Here's an excerpt that shows how to set PS4 from a main() in a .env shell script for configuring devcontainer userspace:

  for arg in "${@}"; do
  case "$arg" in
  --debug)
      export __VERBOSE=1 ;
      #export PS4='+${LINENO}: ' ;
      #export PS4='+ #${BASH_SOURCE}:${LINENO}:${FUNCNAME[0]:+${FUNCNAME[0]}()}:$(date +%T)\n+ ' ;
      #export PS4='+ ${LINENO} ${FUNCNAME[0]:+${FUNCNAME[0]}()}: ' ;
      #export PS4='+ $(printf "%-4s" ${LINENO}) | '
      export PS4='+ $(printf "%-4s %-24s " ${LINENO} ${FUNCNAME[0]:+${FUNCNAME[0]}} )| '
      #export PS4='+ $(printf "%-4s %-${SHLVL}s %-24s" ${LINENO} "     " ${FUNCNAME[0]:+${FUNCNAME[0]}} )| '
      ;;
  --debug-color|--debug-colors)
      export __VERBOSE=1 ;
      # red=31
      export ANSI_FG_BLACK='\e[30m'
      #export MID_GRAY_256='\e[38;5;244m'    # Example: a medium gray
      export _CRESET='\e[0m'
      export _COLOR="${ANSI_FG_BLACK}"
      printf "${_COLOR}DEBUG: --debug-color: This text is ANSI gray${_CRESET}\n" >&2
      export PS4='+ $(printf "${_COLOR}%-4s %-24s%s |${_CRESET} " ${LINENO} "${FUNCNAME[0]:+${FUNCNAME[0]}}" )'
      ;;
   esac
   done
This, too:

  function error_handler {
    echo "Error occurred on line $(caller)" >&2
    awk 'NR>L-4 && NR<L+4 { printf "%-5d%3s%s\n",NR,(NR==L?">>>":""),$0 }' L=$1 $0 >&2
  }
  if (echo "${SHELL}" | grep "bash"); then
    trap 'error_handler $LINENO' ERR
  fi
kjellsbells•3h ago
(I'm sure this is lovely Bash, but for all the people who rejected Perl for its modem line noise vibe...what do ya think of this?)

As an aside, I actually wonder if Bash's caller() was inspired by Perl's.

There is also Carp and friends, plus Data::Dumper when you not only need the stack trace but also the state of objects and data structures.
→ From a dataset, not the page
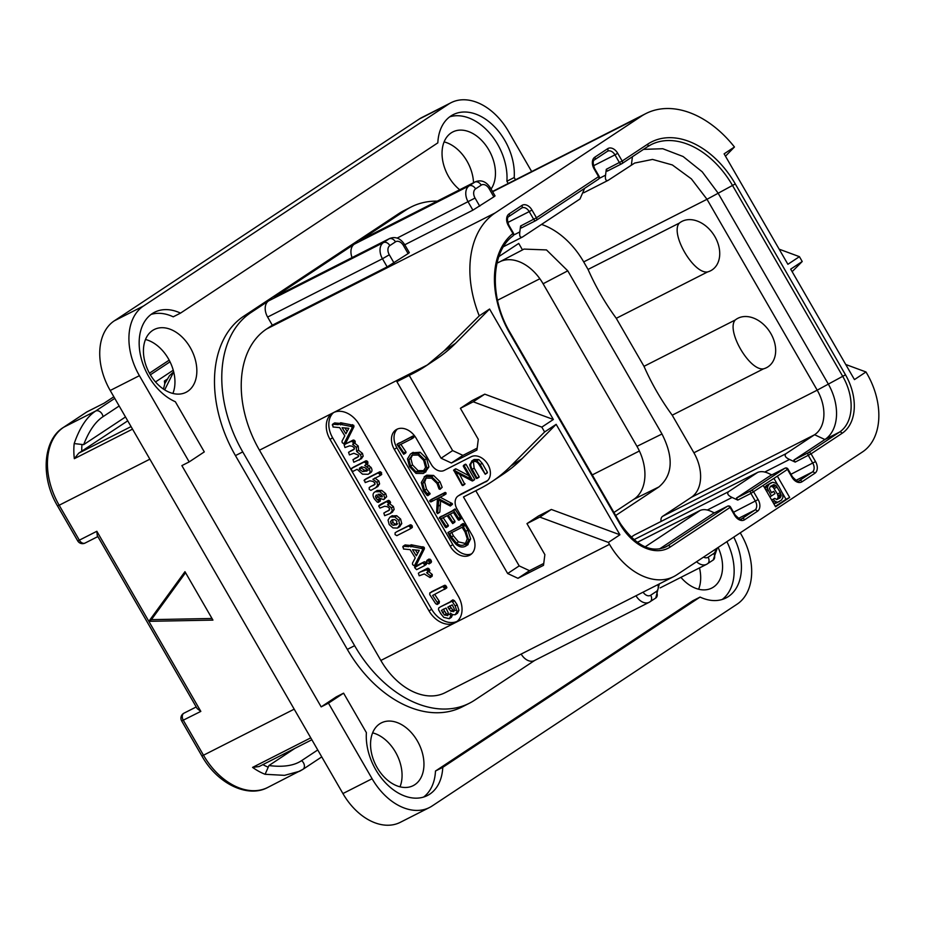 <?xml version="1.0" encoding="UTF-8"?>
<svg xmlns="http://www.w3.org/2000/svg" width="925" height="925" viewBox="0 0 925 925"><rect width="100%" height="100%" fill="white"/><g stroke="black" fill="none" stroke-linecap="round" stroke-linejoin="round"><path stroke-width="1.39" d="M448.486 104.201L419.303 119.013A56.032 38.283 -116.9 0 1 421.904 117.498L451.088 102.687A56.032 38.283 63.1 0 0 448.486 104.201L143.468 306.025A56.032 38.283 63.1 0 0 139.398 375.677L189.174 461.91L204.298 451.897L175.345 401.739A50.424 34.456 -116.9 0 1 140.773 356.587A50.424 34.456 -116.9 0 1 154.602 312.234A50.424 34.456 -116.9 0 1 180.525 313.113L173.229 316.812A50.424 34.456 63.1 0 0 151.11 314.408M419.303 119.013L114.284 320.848A56.032 38.283 -116.9 0 0 110.214 390.489L342.921 793.558A56.032 38.283 -116.9 0 0 400.328 822.313L429.512 807.502A56.032 38.283 63.1 0 0 432.114 805.987L737.132 604.152A56.032 38.283 63.1 0 0 741.202 534.511L740.243 532.835M400.005 786.817A35.185 24.038 63.1 0 0 395.484 752.083A35.185 24.038 63.1 0 0 372.613 732.854M698.618 589.225A35.185 24.038 63.1 0 0 699.485 567.915M473.531 182.722A35.185 24.038 63.1 0 0 466.986 161.112A35.185 24.038 63.1 0 0 444.104 141.895M172.894 393.437A35.185 24.038 63.1 0 0 168.373 358.703A35.185 24.038 63.1 0 0 145.491 339.487M531.667 171.576L508.496 131.442A56.032 38.283 63.1 0 0 451.088 102.687M733.756 537.124A50.424 34.456 -116.9 0 1 725.998 597.943A50.424 34.456 -116.9 0 1 700.075 597.076L442.774 767.334A50.424 34.456 -116.9 0 1 427.385 795.535A50.424 34.456 -116.9 0 1 385.991 783.336A50.424 34.456 -116.9 0 1 366.392 732.658L343.591 693.16L328.467 703.162L372.104 778.734A56.032 38.283 63.1 0 0 429.512 807.502M423.569 797.072A50.424 34.456 63.1 0 0 435.478 771.034L692.779 600.776L700.075 597.076M722.182 599.481A50.424 34.456 63.1 0 0 726.888 541.668M435.478 771.034L442.774 767.334M508.207 183.485L506.9 181.231A50.424 34.456 63.1 0 0 489.267 132.657A50.424 34.456 63.1 0 0 449.723 116.816M189.174 461.91L181.878 465.61L321.172 706.873L336.295 696.86L343.591 693.16M190.261 347.592A35.185 24.038 63.1 0 0 154.209 329.531A35.185 24.038 63.1 0 0 150.012 374.22A35.185 24.038 63.1 0 0 186.075 392.281A35.185 24.038 63.1 0 0 190.261 347.592M491.083 189.035A35.185 24.038 63.1 0 0 488.874 150A35.185 24.038 63.1 0 0 452.822 131.94A35.185 24.038 63.1 0 0 448.625 176.629A35.185 24.038 63.1 0 0 459.713 189.741M680.916 577.35A35.185 24.038 63.1 0 0 711.799 588.057A35.185 24.038 63.1 0 0 718.112 547.473M417.372 740.96A35.185 24.038 63.1 0 0 381.32 722.899A35.185 24.038 63.1 0 0 377.134 767.588A35.185 24.038 63.1 0 0 413.186 785.649A35.185 24.038 63.1 0 0 417.372 740.96M534.708 660.427L474.641 700.179A112.064 76.567 -116.9 0 1 469.438 703.208L462.142 706.908A112.064 76.567 -116.9 0 1 347.326 649.396L235.447 455.609A112.064 76.567 -116.9 0 1 243.587 316.315L398.663 213.71A112.064 76.567 -116.9 0 1 403.855 210.68L411.151 206.98A112.064 76.567 -116.9 0 1 437.271 201.141M180.525 313.113L437.826 142.855A50.424 34.456 -116.9 0 1 453.215 114.642A50.424 34.456 -116.9 0 1 494.609 126.841A50.424 34.456 -116.9 0 1 514.196 177.531L515.502 179.785M506.9 181.231L514.196 177.531M328.467 703.162L321.172 706.873M469.438 703.208A112.064 76.567 -116.9 0 1 354.622 645.685L242.743 451.909A112.064 76.567 -116.9 0 1 250.883 312.615L268.562 300.914A12.996 8.88 -116.9 0 0 267.626 317.067L272.32 325.207L266.55 329.022A97.495 66.612 -116.9 0 0 259.474 450.209L380.857 660.462A62.75 42.874 -116.9 0 0 445.156 692.675L673.805 576.564A62.75 42.874 63.1 0 0 676.718 574.864L862.551 451.897A62.75 42.874 63.1 0 0 867.107 373.897L865.985 371.966L854.457 379.597L790.69 269.14L802.218 261.509L799.42 256.664L787.892 264.296L724.113 153.839L734.45 147.006A97.495 66.612 63.1 0 0 645.823 113.602A97.495 66.612 63.1 0 0 641.303 116.238L495.199 212.912A97.495 66.612 63.1 0 0 479.254 315.864L489.579 309.031L553.358 419.488L484.769 394.166L471.935 400.687L460.396 408.318L478.294 439.329L476.942 450.036L451.4 463.009L441.086 458.222L396.894 381.678L413.313 373.342A224.127 163.147 -123.5 0 0 425.118 366.473A224.127 163.147 -123.5 0 0 427.327 364.97L444.127 350.864L479.254 315.864M636.007 595.758A12.996 8.88 63.1 0 0 649.234 602.268L534.396 660.589A12.996 8.88 -116.9 0 1 521.168 654.067M403.404 245.46L404.607 244.512L409.312 252.641L408.11 253.6L403.404 245.46A7.4 5.053 63.1 0 0 395.484 241.864A5.608 4.082 -123.5 0 0 389.043 238.87L274.205 297.179L354.31 244.177A12.996 8.88 -116.9 0 0 352.067 257.601M489.14 188.723L490.354 187.775L495.048 195.915L493.846 196.863L489.14 188.723A7.4 5.053 63.1 0 0 481.22 185.127A5.608 4.082 -123.5 0 0 474.779 182.133L359.941 240.454L405.959 210.01A112.064 76.567 -116.9 0 1 411.151 206.98M493.846 196.863L472.895 210.16L404.757 244.767M272.32 325.207L387.159 266.897L408.11 253.6M359.941 240.454A12.996 8.88 -116.9 0 1 360.553 240.095L475.381 181.786A12.996 8.88 63.1 0 0 474.779 182.133L469.137 185.867L354.31 244.177M553.358 419.488L541.819 427.119L544.617 431.963L556.156 424.332L619.923 534.777L608.384 542.42L609.506 544.351A62.75 42.874 63.1 0 0 673.805 576.564M429.061 610.928L330.052 439.433A22.408 16.315 56.5 0 1 332.272 413.325A22.408 16.315 56.5 0 1 333.451 412.642A22.408 16.315 56.5 0 1 359.235 424.61L458.245 596.105A22.408 16.315 56.5 0 1 456.025 622.213A22.408 16.315 56.5 0 1 454.834 622.895A22.408 16.315 56.5 0 1 429.061 610.928L431.628 609.228A22.408 16.315 -123.5 0 0 457.251 621.276M444.127 350.864L455.597 343.291A224.127 163.147 56.5 0 1 436.646 358.842L425.118 366.473M455.597 343.291L489.579 309.031M477.173 448.139L462.939 455.377L451.4 463.009M409.22 375.411L452.626 450.591L462.939 455.377M763.252 485.463L775.566 506.784L789.661 497.453L777.358 476.144L750.903 493.418L755.378 501.165A7.169 4.902 -116.9 0 1 754.858 510.08L742.047 518.567A7.169 4.902 -116.9 0 1 741.711 518.752C741.48 520.486 739.26 519.168 735.017 514.797L730.542 507.05A2.243 2.243 0 0 0 727.593 506.172L713.129 513.525M734.45 147.006L725.478 156.198M792.147 271.661L802.218 261.509M799.42 256.664L779.162 249.183M865.985 371.966L845.728 364.485M541.819 427.119L473.23 401.797L460.396 408.318M608.384 542.42L539.807 517.098L526.961 523.619L544.871 554.63L543.507 565.337L517.965 578.31L507.663 573.523L463.471 496.979L479.878 488.643A224.127 163.147 -123.5 0 0 491.684 481.775A224.127 163.147 -123.5 0 0 510.623 466.212L544.617 431.963M458.129 495.973L460.696 494.274A11.204 8.152 56.5 0 1 461.286 493.927L458.719 495.627A11.204 8.152 -123.5 0 0 458.129 495.973A11.204 8.152 -123.5 0 0 457.019 509.016L472.132 535.182A16.812 12.233 56.5 0 1 470.455 554.757A16.812 12.233 56.5 0 1 450.244 546.293L452.799 544.594A16.812 12.233 -123.5 0 0 471.669 553.798M458.719 495.627L487.197 480.942M397.322 429.096A16.812 12.233 -123.5 0 0 396.86 447.712L394.304 449.4A16.812 12.233 56.5 0 1 395.969 429.824A16.812 12.233 56.5 0 1 416.192 438.288L431.293 464.454A11.204 8.152 -123.5 0 0 444.185 470.432L471.172 456.73A14.569 10.603 56.5 0 1 487.614 463.98A14.569 10.603 56.5 0 1 486.481 481.474A14.569 10.603 56.5 0 1 485.717 481.913M394.304 449.4L450.244 546.293M452.626 450.591L441.086 458.222M473.23 401.797L484.769 394.166M510.623 466.212L522.163 458.58L556.156 424.332M522.163 458.58A224.127 163.147 56.5 0 1 503.212 474.143L491.684 481.775M619.923 534.777L551.335 509.467L538.5 515.988L526.961 523.619M543.75 563.441L529.505 570.679L517.965 578.31M475.797 490.712L519.191 565.892L529.505 570.679M539.807 517.098L551.335 509.467M519.191 565.892L507.663 573.523M333.601 412.562A22.408 16.315 -123.5 0 0 332.607 437.733L431.628 609.228M343.892 443.873L346.308 442.058L353.974 426.703L353.755 425.327L340.712 422.748L338.238 424.679L332.653 424.228L333.035 426.98L339.672 427.627L344.805 435.872L342.007 441.132L342.181 442.613L343.892 443.873L352.055 427.974L351.835 426.598L338.793 424.02L338.238 424.679M339.752 423.373L334.572 422.956L332.272 424.991M361.132 458.881L363.19 456.187L362.45 453.389L358.588 450.267L358.206 446.035L354.564 443.04M345.985 443.734L353.35 439.988L355.177 441.132L355.154 442.74L353.223 444.012L353.257 442.404L351.419 441.26L345.904 443.792M354.46 448.96L350.332 451.088M358.715 456.407L354.738 458.453M370.058 473.01C372.22 471.912 372.544 470.027 371.017 467.379L366.612 464.165M351.118 469.206L353.373 467.194L366.046 460.754L367.792 461.783L367.884 463.517L365.965 464.789L365.861 463.055L364.126 462.026L351.454 468.466L351.431 470.316L353.084 471.334L357.131 469.276L362.473 474.167L368.127 474.282L370.555 472.721M377.4 486.781L379.597 483.914L378.845 481.035L374.81 478.017M364.068 480.63L366.312 478.63L379.828 471.773L380.799 471.97L381.736 474.502L379.724 475.82L379.724 474.062L377.909 473.045L364.392 479.902L365.213 482.584L369.884 480.815L372.914 481.405L375.007 482.966L374.07 485.07L370.971 486.365M375.053 484.272L371.041 486.319M378.279 502.391L378.568 500.679L375.989 498.193L375.492 496.332L376.359 494.956L379.701 498.321L383.759 499.604L384.731 498.032L383.771 494.933L379.84 491.695L375.238 491.753C372.659 493.06 372.382 495.453 374.382 498.933L377.331 502.194L380.198 501.119L380.499 499.408L377.597 496.251M377.169 490.481L374.694 492.065L377.169 490.481L381.759 490.423L385.69 493.661L386.65 496.76L383.759 499.604M392.119 512.265L394.166 509.467L393.426 506.588L389.46 503.535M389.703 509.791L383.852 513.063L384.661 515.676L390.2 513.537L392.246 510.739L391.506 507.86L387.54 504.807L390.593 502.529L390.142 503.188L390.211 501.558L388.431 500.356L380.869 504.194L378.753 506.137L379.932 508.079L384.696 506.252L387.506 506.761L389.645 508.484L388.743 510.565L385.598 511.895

Which is something that I don't think Bash can really do at all.

Grimeton•2h ago
There are no objects in bash. There are indexed and associative arrays and both can be iterated over like so:

  for value in "${SOMEARRAY[@]}"; do
    echo "${value}"
  done
or with the help of the keys:

  for key in "${!SOMEARRAY[@]}"; do
    echo "key: ${key} - value: ${SOMEARRAY["${key}"]}"
  done
If you want to dump the data of any variable you can just use declare -p

  declare -p SOMEARRAY
and you get something like this:

  declare -a SOMEARRAY=([0]="a" [1]="b" [2]="c" [3]="d" [4]="e" [5]="f")
What you can do, if you have a set of variables and you want them to be "dumped", is this:

Let's "dump" all variables that start with "BASH":

  for k in "${!BASH@}"; do
    declare -p "${k}"
  done
Or one could do something like this:

  for k in "${!BASH@}"; do
    echo "${k}: ${!k}"
  done

But the declare option is much more reliable as you don't have to test for the variable's type.